# Just got me some Cardinal Tetras, Need some info!



## Knight~Ryder (Dec 2, 2007)

I just bought 3 cardinal tetras, I noticed 1 really changed colour when he went into the bag, is this normal?

Also is there any special treatment I need to give these glowing bad boys?
Or just any info in general?


----------



## oliesminis (May 7, 2007)

they sometimes lose there color out of stress so it may well be normal 

however they do need to be kept in groups of at least 5 so do all your other types of tetras, i would reccomend you take bake one type and get at least 2 more of each 

i would also take back your danios as they need to be in groups of 5 or each type and doing that will seriously over stock your tank

Stocking suggestion

2 dwarf blue rainbow fish
2 schools of 8 tetras of the same breed
2 ottos
perhaps something like 4-5 corydoras

not trying to be nasty here but your fish wont be happy as it is

oh and here is some info on cardinals

http://www.aquahobby.com/gallery/e_Cardinal_Tetra_Paracheirodon_axelrodi.php

http://www.tropicalfishdata.com/tetras/cardinal_tetra.html

http://elmersaquarium.com/10tetra_cardinal.htm

-olie


----------



## Knight~Ryder (Dec 2, 2007)

*I DON'T BELIEVE IT!

The rainbow fish kept chasing one over and over, (I bet you anything because of the glowing effect the cardinal has)?

I looked back about 20 minutes later, and the fish were eating 1 cardinal!!! Now it's gone. WHAT ON EARTH is that all about? They savagely ate him?

So I bet the other ones will be attacked too?

I don't believe rainbow fish are so peaceful now!

    :-(  :-( :-( *

What's going on?


----------



## oliesminis (May 7, 2007)

go on google, type in rainbow fish and read up on them, however you will need to consider what i said earlier pretty soon.


----------



## Blue Cray (Oct 19, 2007)

What did you expect rainbows are not a community fish, you would know that if you did more research.


----------



## Knight~Ryder (Dec 2, 2007)

Blue Cray said:


> What did you expect rainbows are not a community fish, you would know that if you did more research.


Thanks for the advice.

I did my research on the blue rainbow, and I was told they are the most peaceful fish out there, if I find the links again I can show you. I got that from about 5 sources..saying that they are hardy and very peaceful and that they will shoal with other fish as well.

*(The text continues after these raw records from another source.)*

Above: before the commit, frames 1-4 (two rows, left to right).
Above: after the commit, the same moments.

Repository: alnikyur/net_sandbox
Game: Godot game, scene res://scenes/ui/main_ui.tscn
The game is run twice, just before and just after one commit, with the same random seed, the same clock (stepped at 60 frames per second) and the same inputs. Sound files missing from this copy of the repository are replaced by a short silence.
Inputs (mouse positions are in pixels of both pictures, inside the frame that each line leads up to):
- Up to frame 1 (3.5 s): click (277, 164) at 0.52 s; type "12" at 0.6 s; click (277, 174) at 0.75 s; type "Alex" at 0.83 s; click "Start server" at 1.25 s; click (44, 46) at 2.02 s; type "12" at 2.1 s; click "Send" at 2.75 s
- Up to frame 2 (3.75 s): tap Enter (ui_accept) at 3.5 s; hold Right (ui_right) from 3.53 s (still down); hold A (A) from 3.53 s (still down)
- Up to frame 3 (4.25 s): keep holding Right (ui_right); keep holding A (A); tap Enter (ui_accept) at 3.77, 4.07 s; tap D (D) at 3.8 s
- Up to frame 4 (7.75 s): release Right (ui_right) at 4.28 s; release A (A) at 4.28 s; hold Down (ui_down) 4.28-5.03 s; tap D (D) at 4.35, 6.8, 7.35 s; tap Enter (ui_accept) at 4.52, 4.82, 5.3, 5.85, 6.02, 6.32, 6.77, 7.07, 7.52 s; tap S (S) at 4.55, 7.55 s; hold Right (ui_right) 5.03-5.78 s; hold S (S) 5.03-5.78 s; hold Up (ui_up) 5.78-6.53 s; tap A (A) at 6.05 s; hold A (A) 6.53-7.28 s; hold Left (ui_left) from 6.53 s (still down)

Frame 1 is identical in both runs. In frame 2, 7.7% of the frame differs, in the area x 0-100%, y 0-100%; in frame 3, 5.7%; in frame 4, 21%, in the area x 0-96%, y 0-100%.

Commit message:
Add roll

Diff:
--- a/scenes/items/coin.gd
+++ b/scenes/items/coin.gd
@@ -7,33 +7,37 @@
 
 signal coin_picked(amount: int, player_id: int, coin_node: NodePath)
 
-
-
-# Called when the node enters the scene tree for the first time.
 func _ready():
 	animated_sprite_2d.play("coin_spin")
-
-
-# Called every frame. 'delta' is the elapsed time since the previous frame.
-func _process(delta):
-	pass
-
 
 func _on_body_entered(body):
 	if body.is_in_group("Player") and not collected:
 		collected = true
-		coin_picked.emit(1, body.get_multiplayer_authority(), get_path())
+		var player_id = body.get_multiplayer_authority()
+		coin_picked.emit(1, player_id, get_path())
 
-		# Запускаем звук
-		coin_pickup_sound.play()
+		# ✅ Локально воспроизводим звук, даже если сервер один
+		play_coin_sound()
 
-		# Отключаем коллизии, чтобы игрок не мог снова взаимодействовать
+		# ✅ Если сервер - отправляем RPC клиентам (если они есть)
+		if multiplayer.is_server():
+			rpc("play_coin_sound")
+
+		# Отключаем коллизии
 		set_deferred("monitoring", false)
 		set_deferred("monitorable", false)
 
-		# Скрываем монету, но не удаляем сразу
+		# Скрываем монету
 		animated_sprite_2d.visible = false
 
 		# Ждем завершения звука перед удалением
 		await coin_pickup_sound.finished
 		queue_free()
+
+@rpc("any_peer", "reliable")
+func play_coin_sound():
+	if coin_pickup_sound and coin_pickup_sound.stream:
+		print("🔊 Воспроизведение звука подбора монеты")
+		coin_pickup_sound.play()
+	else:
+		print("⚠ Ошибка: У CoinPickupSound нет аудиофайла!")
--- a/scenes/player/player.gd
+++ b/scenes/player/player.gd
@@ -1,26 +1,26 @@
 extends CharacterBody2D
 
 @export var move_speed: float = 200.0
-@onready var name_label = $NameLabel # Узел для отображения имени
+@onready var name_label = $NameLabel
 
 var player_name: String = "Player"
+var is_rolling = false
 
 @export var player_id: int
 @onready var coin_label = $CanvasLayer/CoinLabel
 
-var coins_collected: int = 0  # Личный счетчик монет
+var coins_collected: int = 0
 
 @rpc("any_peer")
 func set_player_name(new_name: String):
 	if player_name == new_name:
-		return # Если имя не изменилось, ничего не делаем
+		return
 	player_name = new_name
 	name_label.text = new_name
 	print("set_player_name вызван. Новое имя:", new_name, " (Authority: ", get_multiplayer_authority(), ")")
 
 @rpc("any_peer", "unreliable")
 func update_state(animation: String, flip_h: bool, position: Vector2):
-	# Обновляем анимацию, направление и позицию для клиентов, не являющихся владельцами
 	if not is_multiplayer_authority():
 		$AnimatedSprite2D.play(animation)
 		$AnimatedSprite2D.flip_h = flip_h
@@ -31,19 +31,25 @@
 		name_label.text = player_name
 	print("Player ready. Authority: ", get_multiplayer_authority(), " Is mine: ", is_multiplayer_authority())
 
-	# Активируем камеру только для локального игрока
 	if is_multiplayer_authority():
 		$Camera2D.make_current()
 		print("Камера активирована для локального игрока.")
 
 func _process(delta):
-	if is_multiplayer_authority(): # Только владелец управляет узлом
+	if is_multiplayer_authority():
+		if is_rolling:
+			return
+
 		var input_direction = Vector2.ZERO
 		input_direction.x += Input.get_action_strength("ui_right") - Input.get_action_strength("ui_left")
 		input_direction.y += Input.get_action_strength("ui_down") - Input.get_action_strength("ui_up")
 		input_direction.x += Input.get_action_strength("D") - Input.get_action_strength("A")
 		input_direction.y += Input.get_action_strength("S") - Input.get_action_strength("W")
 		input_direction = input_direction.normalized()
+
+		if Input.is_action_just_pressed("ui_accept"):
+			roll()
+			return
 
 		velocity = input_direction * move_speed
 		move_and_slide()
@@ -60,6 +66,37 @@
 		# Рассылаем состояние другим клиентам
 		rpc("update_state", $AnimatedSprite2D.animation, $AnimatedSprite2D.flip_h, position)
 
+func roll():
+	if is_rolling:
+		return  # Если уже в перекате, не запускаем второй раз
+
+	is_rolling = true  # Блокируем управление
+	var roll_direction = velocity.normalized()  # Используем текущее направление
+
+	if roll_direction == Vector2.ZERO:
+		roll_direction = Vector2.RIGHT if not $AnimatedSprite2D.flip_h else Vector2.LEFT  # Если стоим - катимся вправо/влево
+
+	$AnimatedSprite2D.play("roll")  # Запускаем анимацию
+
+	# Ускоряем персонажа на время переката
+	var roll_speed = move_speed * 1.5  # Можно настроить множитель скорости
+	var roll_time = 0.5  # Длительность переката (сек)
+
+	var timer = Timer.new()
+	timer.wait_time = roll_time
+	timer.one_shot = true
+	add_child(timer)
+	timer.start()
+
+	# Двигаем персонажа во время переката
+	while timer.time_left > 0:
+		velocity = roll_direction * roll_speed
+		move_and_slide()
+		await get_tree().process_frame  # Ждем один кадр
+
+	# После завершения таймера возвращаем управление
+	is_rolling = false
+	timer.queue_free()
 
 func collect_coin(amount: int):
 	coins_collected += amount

I saw their behavior before as well, never nipping at other fish or anything. Now all of a sudden they attack these cardinals. If anything I would have thought the blackskirts would do something, but no, it was the rainbows!

Pisses me off!

I want to know why they attacked them. They werent even really tiny. Are these rainbows going to be a problem?


----------



## Gourami Swami (Jul 4, 2006)

You cant have done much research on your fish, as the first thing that will come up for cardinal, black skirt, rummynose, and headtail tetras, as well as both of your danio types, is that they are SCHOOLING fish... which wouls mean they need a school. 3 isnt a school. Your stocking is far from optimal.


----------



## Blue Cray (Oct 19, 2007)

Rainbows are agressive all around (mostly) theres not much exceptions. With most fish the rule is if the fish can fit in its mouth it'll eat the fish. 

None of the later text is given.